Professor, Deputy Director, Advanced Robotics Center
Learning Dynamic Robot Object Handover Skills from Human Feedback
David Hsu, Andras Kupcsik
In the future, robots interacting with humans in everyday tasks will require seamless, human-like skills to be trustworthy and efficient helpers for humans. A robot handing over objects to humans is one of the most essential physical interaction channel, yet it is particularly difficult to program to robots today. Robots do not exhibit the complex motion planning, perception and actuation capability of humans. Furthermore, even for humans it is difficult to define what a good handover is, and therefore, it is difficult to find an appropriate controller that can handle handovers in different situations. However, humans are experts in handovers and they can assess the robot performance while interacting with it.
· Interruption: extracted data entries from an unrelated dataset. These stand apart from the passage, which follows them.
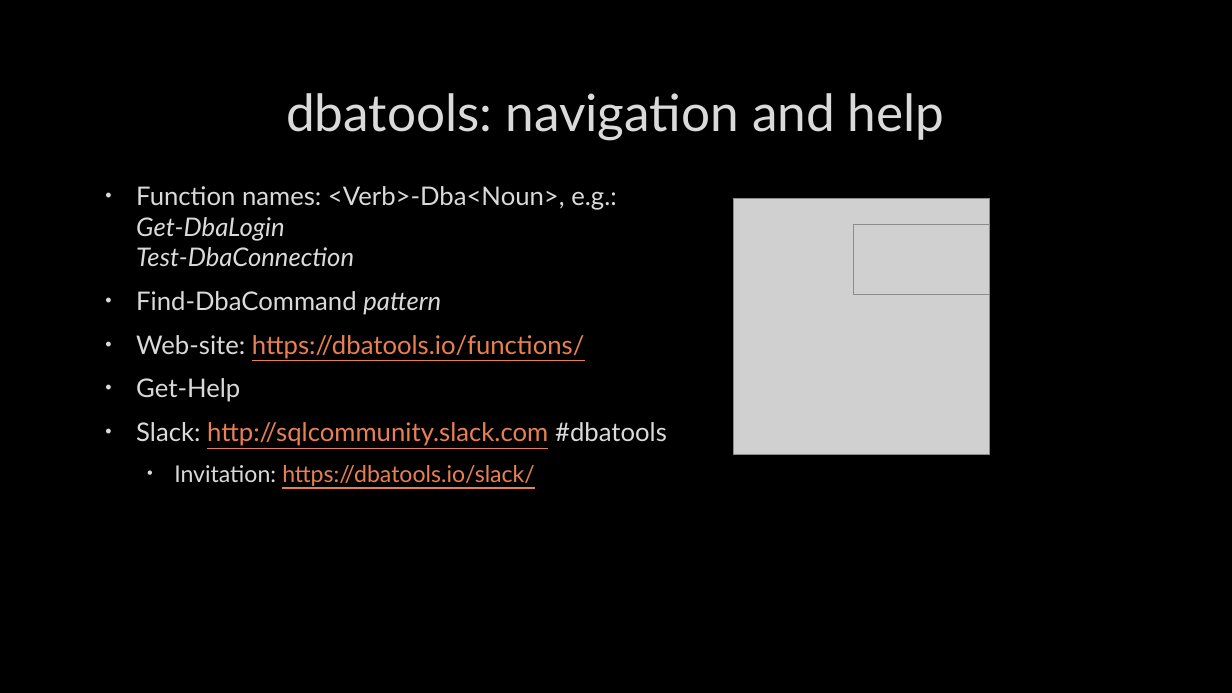
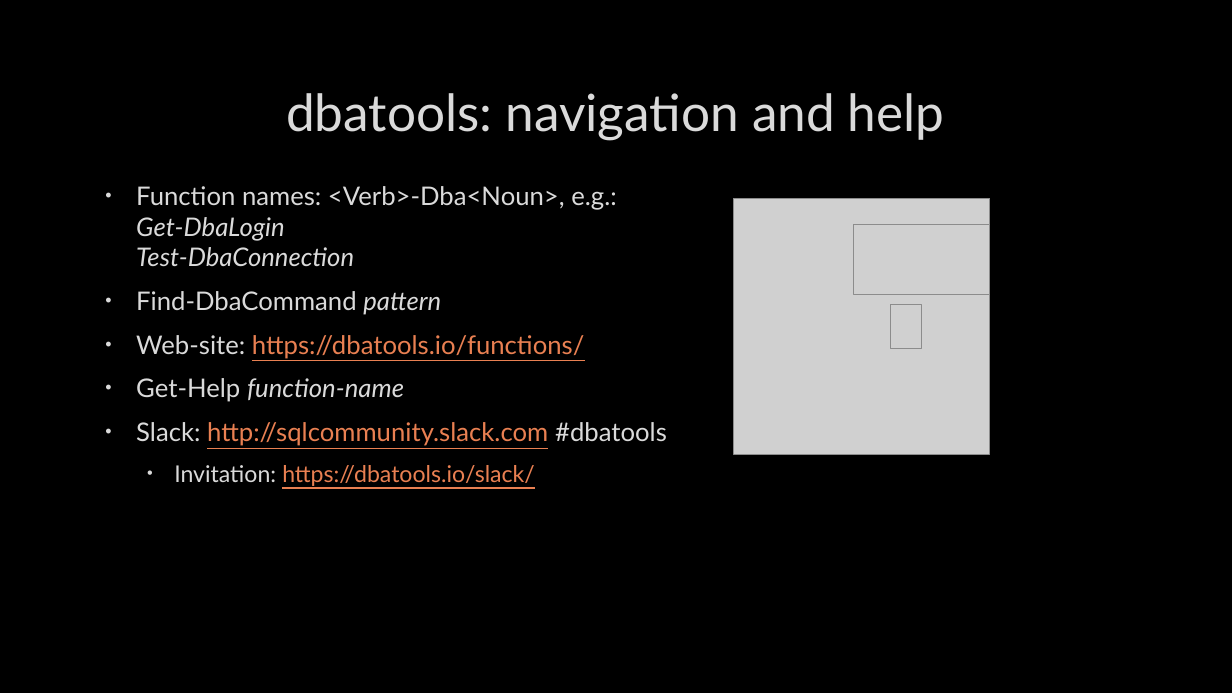
Before and after one commit to dataplat/community-presentations, a slide deck: slide 17 of kirill-kravtsov/The wonders of modern SQL administration/The wonders of modern SQL administration.pptx (slide 16 before the commit). Drawn at 1232x693 pixels with LibreOffice and Linux fonts; fonts in the diff are those of the drawing; grey boxes stand for pictures; background and template pictures are left out. Boxes give left, top, right and bottom in pixels: in the first picture for what was removed or moved away, otherwise in the second. Text is boxed around its words. In the diff, an @@ line names an element or a change of style, - is before the commit and + after.

```diff
--- a/kirill-kravtsov/The wonders of modern SQL administration/The wonders of modern SQL administration.pptx
+++ b/kirill-kravtsov/The wonders of modern SQL administration/The wonders of modern SQL administration.pptx
@@ picture added at (x1=891, y1=305, x2=922, y2=349) @@
@@ text at (x1=136, y1=378, x2=404, y2=402): text changed; italic on @@
-• Get-Help
+• Get-Help function-name
```
Also in this commit, not shown: 11 other slides changed, 1 slide added, 1 other file.
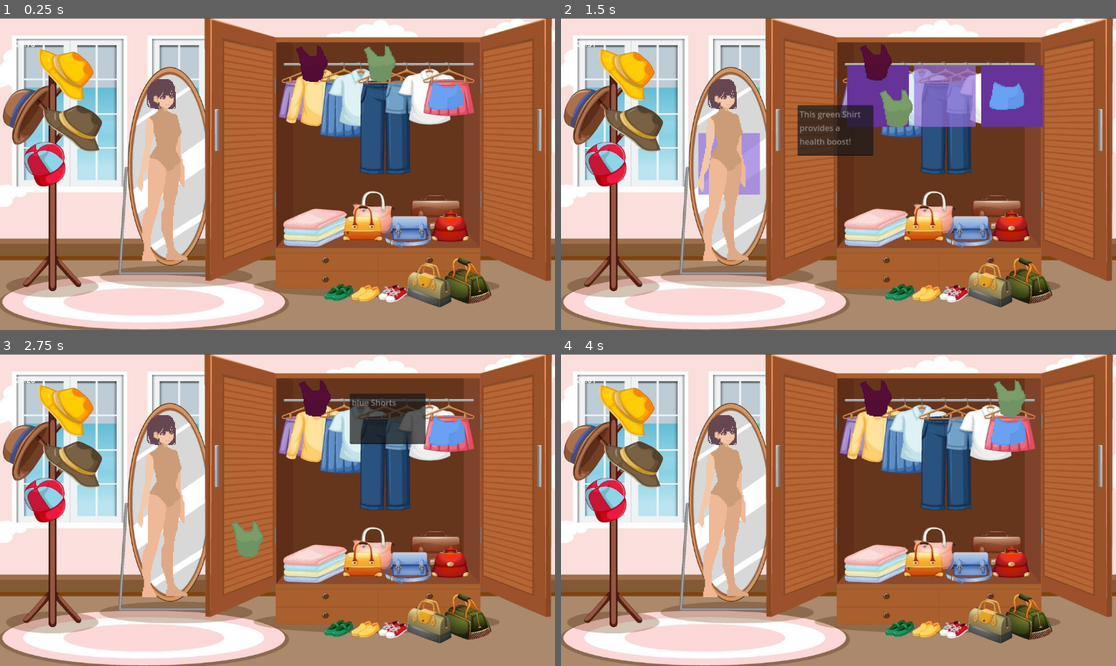
Above: before the commit, frames 1-4 (two rows, left to right).
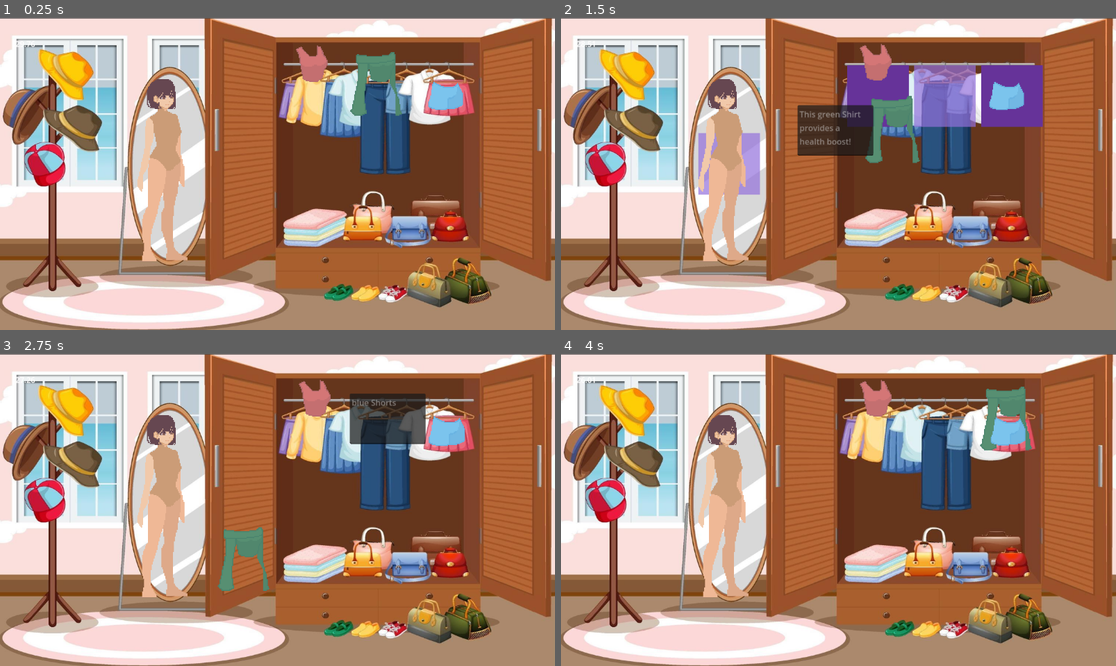
Above: after the commit, the same moments.

Repository: tyler-ross26/Dress-To-Aggress
Game: Godot game, scene res://Scenes/DressUp.tscn
Same seed, same stepped clock (60 frames per second), same inputs: the game is played once before the commit and once after it.
Inputs (mouse positions are in pixels of both pictures, inside the frame that each line leads up to):
- Up to frame 1 (0.25 s): no input
- Up to frame 2 (1.5 s): tap Enter at 0.5 s; drag from (877, 96) to (894, 105) at 0.52 s; drag from (943, 96) to (810, 236) at 1.27 s
- Up to frame 3 (2.75 s): move the mouse to (449, 432) at 2.02 s; hold Space (Space) from 2.03 s (still down); click (449, 432) at 2.17 s
- Up to frame 4 (4 s): release Space (Space) at 2.75 s; drag from (810, 572) to (1010, 432) at 2.77 s; move the mouse to (1005, 556) at 3.52 s; hold A (Key_A) from 3.53 s (still down); click (1005, 556) at 3.67 s

The runs differ from the first frame. In frame 1, 1.8% of the frame differs, in the area x 53-84%, y 8-32%; in frame 2, 1.9%, in the area x 53-84%, y 8-47%; in frame 3, 1.8%; in frame 4, 1.8%.

Commit message:
i maybe animated another shirt

Diff:
--- a/Assets/Resources/blueShorts.tres
+++ b/Assets/Resources/blueShorts.tres
@@ -25,7 +25,7 @@
 outfitSet = "Basic"
 outfitPattern = "Solid"
 description = "blue Shorts"
-color = Color(0.488366, 0.688831, 0.989314, 1)
+color = Color(0.566673, 0.837368, 0.968357, 1)
 mirrorPose = ExtResource("5_kng2a")
 idlePose0 = ExtResource("1_3wyrq")
 idlePose1 = ExtResource("2_dql5r")
--- a/Assets/Resources/greenShirt.tres
+++ b/Assets/Resources/greenShirt.tres
@@ -1,17 +1,17 @@
 [gd_resource type="Resource" script_class="Wearable" load_steps=13 format=3 uid="uid://but5elvbkg7mi"]
 
-[ext_resource type="Texture2D" uid="uid://befe1kgue6m5d" path="res://Assets/Sprites/Clothing Frames/TankTop/Idle Frames/IdleTankTop0.png" id="1_qr15n"]
-[ext_resource type="Texture2D" uid="uid://c8dedxku14gmt" path="res://Assets/Sprites/Clothing Frames/TankTop/Idle Frames/IdleTankTop1.png" id="2_wprcd"]
-[ext_resource type="Texture2D" uid="uid://cxv8l604cup7c" path="res://Assets/Sprites/Clothing Frames/TankTop/Kick Frames/KickTankTop1.png" id="3_5uor5"]
-[ext_resource type="Texture2D" uid="uid://c6fm3kr4h78pm" path="res://Assets/Sprites/Clothing Frames/TankTop/Kick Frames/KickTankTop2.png" id="4_sg2uk"]
-[ext_resource type="Texture2D" uid="uid://5by10m7sf0jw" path="res://Assets/Sprites/Clothing Frames/TankTop/Mirror Frames/FinalizedModelTankTop.png" id="5_nn0c2"]
-[ext_resource type="Texture2D" uid="uid://bcmoamei1rl4v" path="res://Assets/Sprites/Clothing Frames/TankTop/Punch Frames/PunchTankTop1.png" id="6_3wy5u"]
-[ext_resource type="Texture2D" uid="uid://ddcp6eyf42nte" path="res://Assets/Sprites/Clothing Frames/TankTop/Punch Frames/PunchTankTop2.png" id="7_s5ipp"]
-[ext_resource type="Script" path="res://Scripts/Wearable.gd" id="8_7rxkt"]
-[ext_resource type="Texture2D" uid="uid://cucscdajnr4nq" path="res://Assets/Sprites/Clothing Frames/TankTop/Walk Frames/WalkTankTop0.png" id="9_c7j2e"]
-[ext_resource type="Texture2D" uid="uid://dxepgjv0aomr1" path="res://Assets/Sprites/Clothing Frames/TankTop/Walk Frames/WalkTankTop1.png" id="10_l2chj"]
-[ext_resource type="Texture2D" uid="uid://d2b4exycwbjvf" path="res://Assets/Sprites/Clothing Frames/TankTop/Walk Frames/WalkTankTop2.png" id="11_8j7r3"]
-[ext_resource type="Texture2D" uid="uid://veq4symhd1wh" path="res://Assets/Sprites/Clothing Frames/TankTop/Walk Frames/WalkTankTop3.png" id="12_7ut84"]
+[ext_resource type="Texture2D" uid="uid://dhvjdnoflaakm" path="res://Assets/Sprites/Clothing Frames/LongSleeve/Idle Frames/IdleLongSleeve0.png" id="1_qr15n"]
+[ext_resource type="Texture2D" uid="uid://dwxaiy6noqu1q" path="res://Assets/Sprites/Clothing Frames/LongSleeve/Idle Frames/IdleLongSleeve1.png" id="2_wprcd"]
+[ext_resource type="Texture2D" uid="uid://dbf76elru6rnq" path="res://Assets/Sprites/Clothing Frames/LongSleeve/Kick Frames/KickLongSleeve1.png" id="3_5uor5"]
+[ext_resource type="Texture2D" uid="uid://pbxx8w5v3fxw" path="res://Assets/Sprites/Clothing Frames/LongSleeve/Kick Frames/KickLongSleeve2.png" id="4_sg2uk"]
+[ext_resource type="Texture2D" uid="uid://ialgbdgj5hw0" path="res://Assets/Sprites/Clothing Frames/LongSleeve/Mirror Frames/FinalizedModelLongSleeve.png" id="5_nn0c2"]
+[ext_resource type="Texture2D" uid="uid://dckp4bghy70ml" path="res://Assets/Sprites/Clothing Frames/LongSleeve/Punch Frames/PunchLongSleeve1.png" id="6_3wy5u"]
+[ext_resource type="Texture2D" uid="uid://c3u13hdtq8nft" path="res://Assets/Sprites/Clothing Frames/LongSleeve/Punch Frames/PunchLongSleeve2.png" id="7_s5ipp"]
+[ext_resource type="Script" uid="uid://0bwef23hrt6j" path="res://Scripts/Wearable.gd" id="8_7rxkt"]
+[ext_resource type="Texture2D" uid="uid://bksjgxh1fyag4" path="res://Assets/Sprites/Clothing Frames/LongSleeve/Walk Frames/WalkLongSleeve0.png" id="9_7rxkt"]
+[ext_resource type="Texture2D" uid="uid://bqej65d8gmo3w" path="res://Assets/Sprites/Clothing Frames/LongSleeve/Walk Frames/WalkLongSleeve1.png" id="10_c7j2e"]
+[ext_resource type="Texture2D" uid="uid://ddvg7100aqrlw" path="res://Assets/Sprites/Clothing Frames/LongSleeve/Walk Frames/WalkLongSleeve2.png" id="11_l2chj"]
+[ext_resource type="Texture2D" uid="uid://di68p6046j5h" path="res://Assets/Sprites/Clothing Frames/LongSleeve/Walk Frames/WalkLongSleeve3.png" id="12_8j7r3"]
 
 [resource]
 script = ExtResource("8_7rxkt")
@@ -25,14 +25,14 @@
 outfitSet = "Basic"
 outfitPattern = "Solid"
 description = "This green Shirt provides a health boost!"
-color = Color(0.563451, 0.669116, 0.428136, 1)
+color = Color(0.401688, 0.612407, 0.467504, 1)
 mirrorPose = ExtResource("5_nn0c2")
 idlePose0 = ExtResource("1_qr15n")
 idlePose1 = ExtResource("2_wprcd")
-walkPose0 = ExtResource("9_c7j2e")
-walkPose1 = ExtResource("10_l2chj")
-walkPose2 = ExtResource("11_8j7r3")
-walkPose3 = ExtResource("12_7ut84")
+walkPose0 = ExtResource("9_7rxkt")
+walkPose1 = ExtResource("10_c7j2e")
+walkPose2 = ExtResource("11_l2chj")
+walkPose3 = ExtResource("12_8j7r3")
 kickPose0 = ExtResource("3_5uor5")
 kickPose1 = ExtResource("4_sg2uk")
 punchPose0 = ExtResource("6_3wy5u")
--- a/Assets/Resources/redShirt.tres
+++ b/Assets/Resources/redShirt.tres
@@ -25,7 +25,7 @@
 outfitSet = "Basic"
 outfitPattern = "Solid"
 description = "This beautiful Red Shirt provides a slight damage boost!"
-color = Color(0.403384, 0.0611084, 0.220764, 1)
+color = Color(0.977096, 0.50393, 0.479883, 1)
 mirrorPose = ExtResource("5_n2fyi")
 idlePose0 = ExtResource("1_yxoa5")
 idlePose1 = ExtResource("2_n2fyi")
--- a/Scenes/AnimationTesting.tscn
+++ b/Scenes/AnimationTesting.tscn
@@ -3,7 +3,7 @@
 [ext_resource type="Script" uid="uid://c12shv00mnant" path="res://Scenes/GenerateAnimationLayre.gd" id="1_c8tcj"]
 [ext_resource type="Resource" uid="uid://c4w8betwkiqn6" path="res://Assets/Resources/blueShorts.tres" id="2_dnq0y"]
 [ext_resource type="Resource" uid="uid://bqsttykalac5f" path="res://Assets/Resources/body.tres" id="4_f8v3u"]
-[ext_resource type="Resource" uid="uid://c7mkbose27gt7" path="res://Assets/Resources/redShirt.tres" id="5_m2xbj"]
+[ext_resource type="Resource" uid="uid://but5elvbkg7mi" path="res://Assets/Resources/greenShirt.tres" id="4_m2xbj"]
 
 [sub_resource type="SpriteFrames" id="SpriteFrames_m2xbj"]
 
@@ -36,4 +36,4 @@
 scale = Vector2(2, 2)
 sprite_frames = SubResource("SpriteFrames_x7cev")
 script = ExtResource("1_c8tcj")
-current_wearable = ExtResource("5_m2xbj")
+current_wearable = ExtResource("4_m2xbj")
Not shown: 1 places in Assets/Resources/redShirt.tres that only renumber resources
Binary file added: Assets/Sprites/Clothing Frames/LongSleeve/Idle Frames/IdleLongSleeve0.png
Not shown, added: Assets/Sprites/Clothing Frames/LongSleeve/Idle Frames/IdleLongSleeve0.png.import
Binary file added: Assets/Sprites/Clothing Frames/LongSleeve/Idle Frames/IdleLongSleeve1.png
Not shown, added: Assets/Sprites/Clothing Frames/LongSleeve/Idle Frames/IdleLongSleeve1.png.import
Binary file added: Assets/Sprites/Clothing Frames/LongSleeve/Kick Frames/KickLongSleeve0.png
Not shown, added: Assets/Sprites/Clothing Frames/LongSleeve/Kick Frames/KickLongSleeve0.png.import
Binary file added: Assets/Sprites/Clothing Frames/LongSleeve/Kick Frames/KickLongSleeve1.png
Not shown, added: Assets/Sprites/Clothing Frames/LongSleeve/Kick Frames/KickLongSleeve1.png.import
Binary file added: Assets/Sprites/Clothing Frames/LongSleeve/Kick Frames/KickLongSleeve2.png
Not shown, added: Assets/Sprites/Clothing Frames/LongSleeve/Kick Frames/KickLongSleeve2.png.import
Binary file added: Assets/Sprites/Clothing Frames/LongSleeve/Mirror Frames/FinalizedModelLongSleeve.png
(and 15 more such lines)
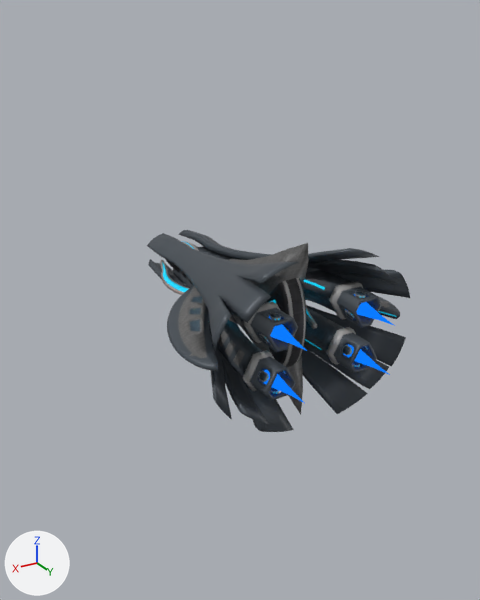
A saved change to the glTF model gfx/ship3d/certitude/certitude.gltf.
The view is the same before and after, from a 50 mm lens placed at (7.99, 13.07, 6.45), pointed at (0.1, -0.08, -0.12). Every picture has the same lights, and +X, +Y and +Z are marked at lower left. Where no turn or scale is listed for an object, it has been applied to the vertices.

The first picture shows 'base_glow', 'glow'.
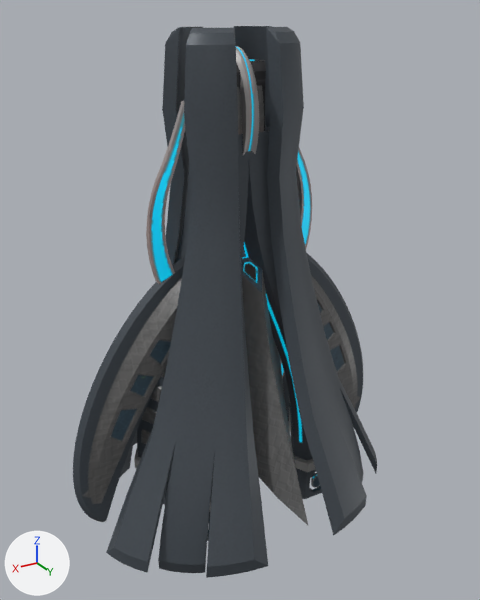
What changed in the scene script:
```text
Add img_certitude_emission:
    img_certitude_emission = load_image('certitude_emission', 'certitude_emission.png', 1024, 1024, 'sRGB')
Add img_certitude_normal:
    img_certitude_normal = load_image('certitude_normal', 'certitude_normal.png', 1024, 1024, 'Non-Color')
Add img_certitude_diffuse:
    img_certitude_diffuse = load_image('certitude_diffuse', 'certitude_diffuse.png', 1024, 1024, 'sRGB')
Change mat_base:
    where n2 = _N.new('ShaderNodeTexImage'); n2.name = 'Image Texture'
    n2.image: img_certitudeglo -> img_certitude_emission
    where n3 = _N.new('ShaderNodeTexImage'); n3.name = 'Image Texture.001'
    n3.image: img_certitude -> img_certitude_diffuse
    where n5 = _N.new('ShaderNodeTexImage'); n5.name = 'Image Texture.002'
    n5.image: img_certitudenorm -> img_certitude_normal
Add me_base_1:
    me_base_1.from_pydata(...)  # 3358 vertices, 6736 faces; spans x -4.64..4.64, y -3.5..3.5, z -6.29..6.2
    me_base_1.materials.append(mat_base)
Remove ob_glow:
    ob_glow = bpy.data.objects.new('glow', me_cylinder11_copy13_001)
    ob_glow.location = (0.0, -0.5, 0.0)
Change ob_base_glow:
    ob_base_glow: bpy.data.objects.new('base_glow', me_base) -> bpy.data.objects.new('base_glow', me_base_1)
```

Where the change shows, as pixel boxes (x1, y1, x2, y2) in the pictures (480 x 600 px):
'base_glow', surface changed, reshaped (16% wider, 172% taller): before (147, 230, 410, 432); after (73, 26, 377, 578)
'glow', deleted: before (264, 294, 395, 403)

Furthermore, we have high quality robot control architectures that are potentially able to encode human-like handover skills. In this talk, we will discuss how robots can learn static and dynamic handover skills from high level human feedback, while physically interacting with the human. We use a motion capture system to record the trajectories of the human body and hand. This information is directly fed to the robot, which adapts its movement using this information. The learning process not only provides high quality robot handover skills, but an estimation of the latent reward function of the handover task humans aim to maximize. This eventually provides a quantitative measure of what kind of controllers humans prefer in different situations.